4. When the handle is destroyed, this means that cuDevicePrimaryCtxRelease has to be called, but only when the context is a primary context:
void destroyHandle(Handle handle)
{
if (handle.usingPrimaryContext)
{
cuDevicePrimaryCtxRelease(handle.device);
}
}
From my experiments so far, this seems to expose the same behavior as a CUBLAS handle, for example. But my possibilities for thoroughly testing this are limited, because I only have a single device, and thus cannot test the crucial cases, e.g. of having two contexts, one for each of two devices.
So my questions are:
Are there any established patterns for implementing such a "Handle"?
Are there any usage patterns (e.g. with multiple devices and one context per device) that could not be covered with the approach that is sketched above, but would be covered with the "handle" implementations of CUBLAS?
More generally: Are there any recommendations of how to improve the current "Handle" implementation?
Rhetorical: Is the source code of the CUBLAS handle handling available somewhere?
(I also had a look at the context handling in tensorflow, but I'm not sure whether one can derive recommendations about how to implement handles for a runtime library from that...)
(An "Update" has been removed here, because it was added in response to the comments, and should no longer be relevant)
I'm sorry I hadn't noticed this question sooner - as we might have collaborated on this somewhat. Also, it's not quite clear to me whether this question belongs here, on codereview.SX or on programmers.SX, but let's ignore all that.
I have now done what you were aiming to do, and possibly more generally. So, I can offer both an example of what to do with "handles", and moreover, suggest the prospect of not having to implement this at all.
The library is an expanding of cuda-api-wrappers to also cover the Driver API and NVRTC; it is not yet release-grade, but it is in the testing phase, on this branch.
Now, to answer your concrete question:
Pattern for writing a class surrounding a raw "handle"
Are there any established patterns for implementing such a "Handle"?
Yes.
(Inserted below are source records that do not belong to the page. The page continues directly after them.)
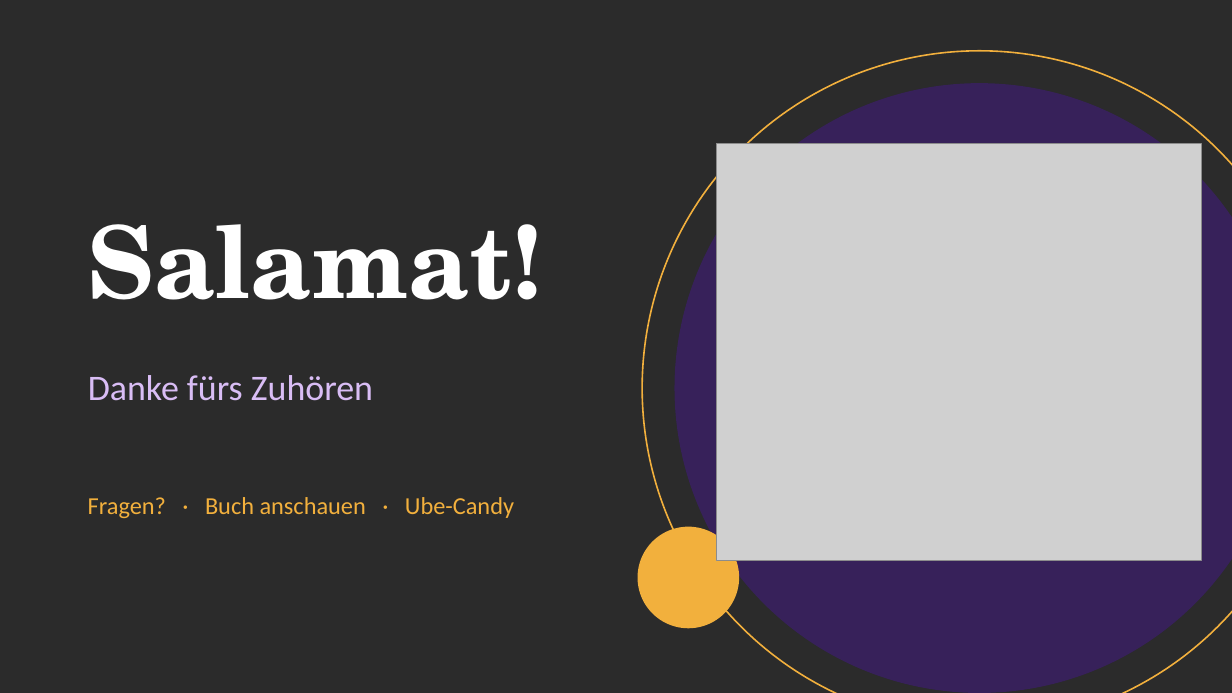
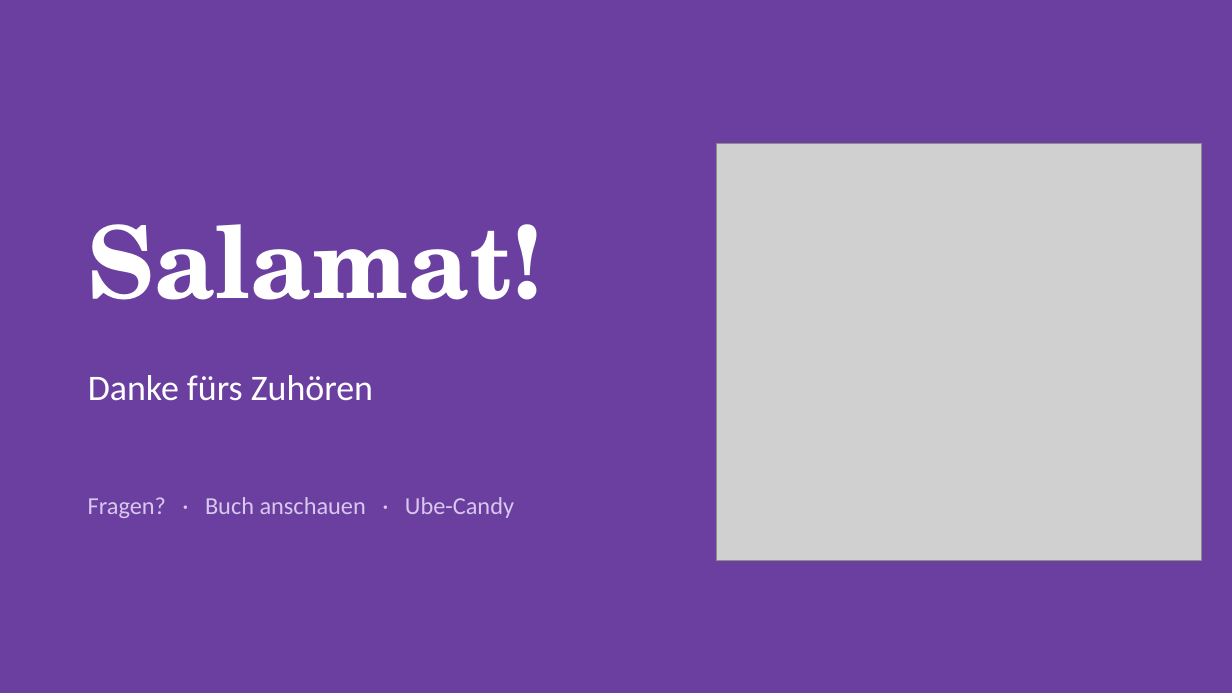
Before and after one commit to aezripeglow-collab/Ube-Sachbuch-Maturaarbeit, a slide deck: slide 25 of Ube Sachbuch Maturaarbeit/08 Präsentation/Ube_Maturapraesentation.pptx. Drawn at 1232x693 pixels with LibreOffice and Linux fonts; fonts in the diff are those of the drawing; grey boxes stand for pictures; background and template pictures are left out; a plain dark background stands for a picture behind light text. Boxes give left, top, right and bottom in pixels: in the first picture for what was removed or moved away, otherwise in the second. Text is boxed around its words. In the diff, an @@ line names an element or a change of style, - is before the commit and + after.

```diff
--- a/Ube Sachbuch Maturaarbeit/08 Präsentation/Ube_Maturapraesentation.pptx
+++ b/Ube Sachbuch Maturaarbeit/08 Präsentation/Ube_Maturapraesentation.pptx
@@ background picture (left out) to #6A3FA0 @@
@@ ellipse removed at <box>642,51,1232,693</box> @@
@@ ellipse removed at <box>675,83,1232,693</box> @@
@@ text "Danke fürs Zuhören" at <box>88,375,373,401</box>: text colour #D9BDF5 to #FFFFFF @@
@@ text "Fragen? · Buch anschauen · ..." at <box>88,497,514,518</box>: text colour #F2B03D to #D9C7EE @@
@@ ellipse removed at <box>638,527,739,628</box> @@
```
Also in this commit, not shown: 24 other slides changed, 3 other files.

If you read:
What is the difference between: Handle, Pointer and Reference
you'll notice a handle is defined as an "opaque reference to an object". It has some similarity to a pointer. A relevant pattern, therefore, is a variation on the PIMPL idiom: In regular PIMPL, you write an implementation class, and the outwards-facing class only holds a pointer to the implementation class and forwards method calls to it. When you have an opaque handle to an opaque object in some third-party library or driver - you use the handle to forward method calls to that implementation.
That means, that your outwards-facing class is not a handle, it represents the object to which you have a handle.
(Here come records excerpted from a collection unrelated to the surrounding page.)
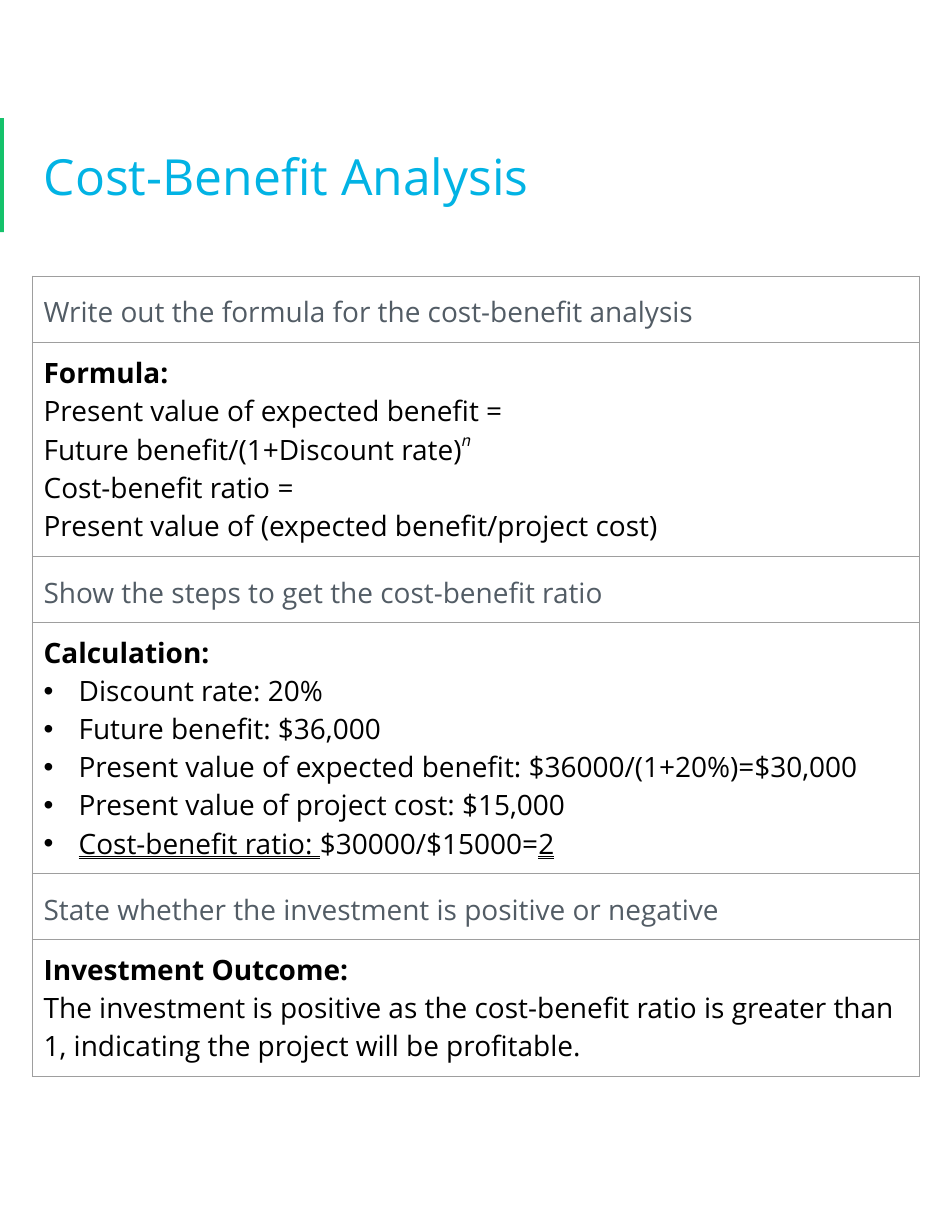
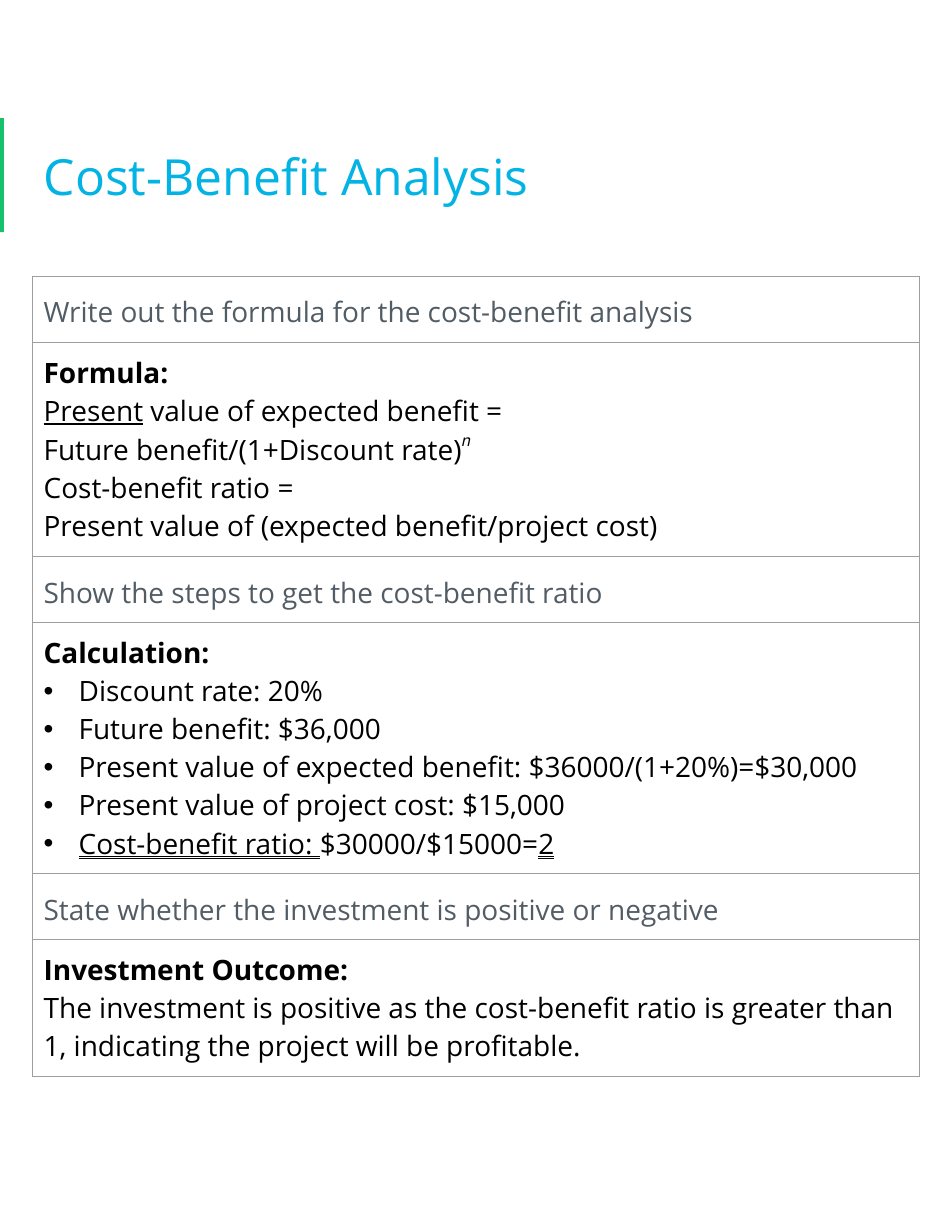
Before and after one commit to PH1LUTZ/Digital-Project-Management, a slide deck: slide 10 of digital-project-manager-2024-q1.pptx. Drawn at 952x1232 pixels with LibreOffice and Linux fonts; fonts in the diff are those of the drawing; background and template pictures are left out. Boxes give left, top, right and bottom in pixels: in the first picture for what was removed or moved away, otherwise in the second. Text is boxed around its words. In the diff, an @@ line names an element or a change of style, - is before the commit and + after.

```diff
--- a/digital-project-manager-2024-q1.pptx
+++ b/digital-project-manager-2024-q1.pptx
@@ table at bbox=[32, 276, 920, 1067] @@
@@ underline on in "Present" @@
```
Also in this commit, not shown: 4 other slides changed, 1 other file.

Generality and flexibility
Are there any usage patterns (e.g. with multiple devices and one context per device) that could not be covered with the approach that is sketched above, but would be covered with the "handle" implementations of CUBLAS?
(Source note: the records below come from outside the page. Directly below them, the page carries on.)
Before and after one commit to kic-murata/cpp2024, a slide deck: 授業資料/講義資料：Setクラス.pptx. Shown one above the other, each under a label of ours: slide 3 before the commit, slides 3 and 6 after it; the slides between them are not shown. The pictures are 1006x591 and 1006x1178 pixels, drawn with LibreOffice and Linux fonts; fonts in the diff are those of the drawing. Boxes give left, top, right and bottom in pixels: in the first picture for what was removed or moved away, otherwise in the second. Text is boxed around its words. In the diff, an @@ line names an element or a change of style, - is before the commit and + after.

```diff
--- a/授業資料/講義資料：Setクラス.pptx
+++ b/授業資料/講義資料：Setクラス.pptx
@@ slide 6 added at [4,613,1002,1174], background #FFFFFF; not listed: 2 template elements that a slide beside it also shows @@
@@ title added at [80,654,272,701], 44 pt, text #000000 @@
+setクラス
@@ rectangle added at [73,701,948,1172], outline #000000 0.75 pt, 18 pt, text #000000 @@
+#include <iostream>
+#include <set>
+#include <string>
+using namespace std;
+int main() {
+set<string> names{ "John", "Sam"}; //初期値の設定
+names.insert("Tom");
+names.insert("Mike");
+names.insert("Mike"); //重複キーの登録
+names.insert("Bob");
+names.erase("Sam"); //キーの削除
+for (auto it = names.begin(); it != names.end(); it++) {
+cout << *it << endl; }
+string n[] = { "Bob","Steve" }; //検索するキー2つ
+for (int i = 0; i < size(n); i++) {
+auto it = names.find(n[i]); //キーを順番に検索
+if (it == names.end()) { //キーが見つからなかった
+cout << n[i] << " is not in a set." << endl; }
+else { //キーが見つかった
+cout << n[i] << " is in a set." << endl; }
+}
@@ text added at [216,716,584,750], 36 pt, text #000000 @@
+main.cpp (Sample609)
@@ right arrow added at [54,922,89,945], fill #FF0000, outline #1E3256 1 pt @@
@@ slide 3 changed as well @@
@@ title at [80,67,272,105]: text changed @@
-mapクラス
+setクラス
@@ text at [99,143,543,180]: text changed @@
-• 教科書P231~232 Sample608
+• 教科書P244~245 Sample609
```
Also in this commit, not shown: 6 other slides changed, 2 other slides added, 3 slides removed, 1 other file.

I'm not sure what exactly CUBLAS does under the hood (and I have almost never used CUBLAS to be honest), but if it were well-designed and implemented, it would
create its own context, and try to not to impinge on the rest of your code, i.e. it would alwas do:
Push our CUBLAS context onto the top of the stack
Do actual work
Pop the top of the context stack.
Your class doesn't do this.
More generally: Are there any recommendations of how to improve the current "Handle" implementation?
Yes:
Use RAII whenever it is possible and relevant. If your creation code allocates a resource (e.g. via the CUDA driver) - the destructor for the object you return should safely release those resources.
Allow for both reference-type and value-type use of Handles, i.e. it may be the handle I created, but it may also be a handle I got from somewhere else and isn't my responsibility. This is trivial if you leave it up to the user to release resources, but a bit tricky if you take that responsibility
You assume that if there's any current context, that's the one your handle needs to use. Says who? At the very least, let the user pass a context in if they want to.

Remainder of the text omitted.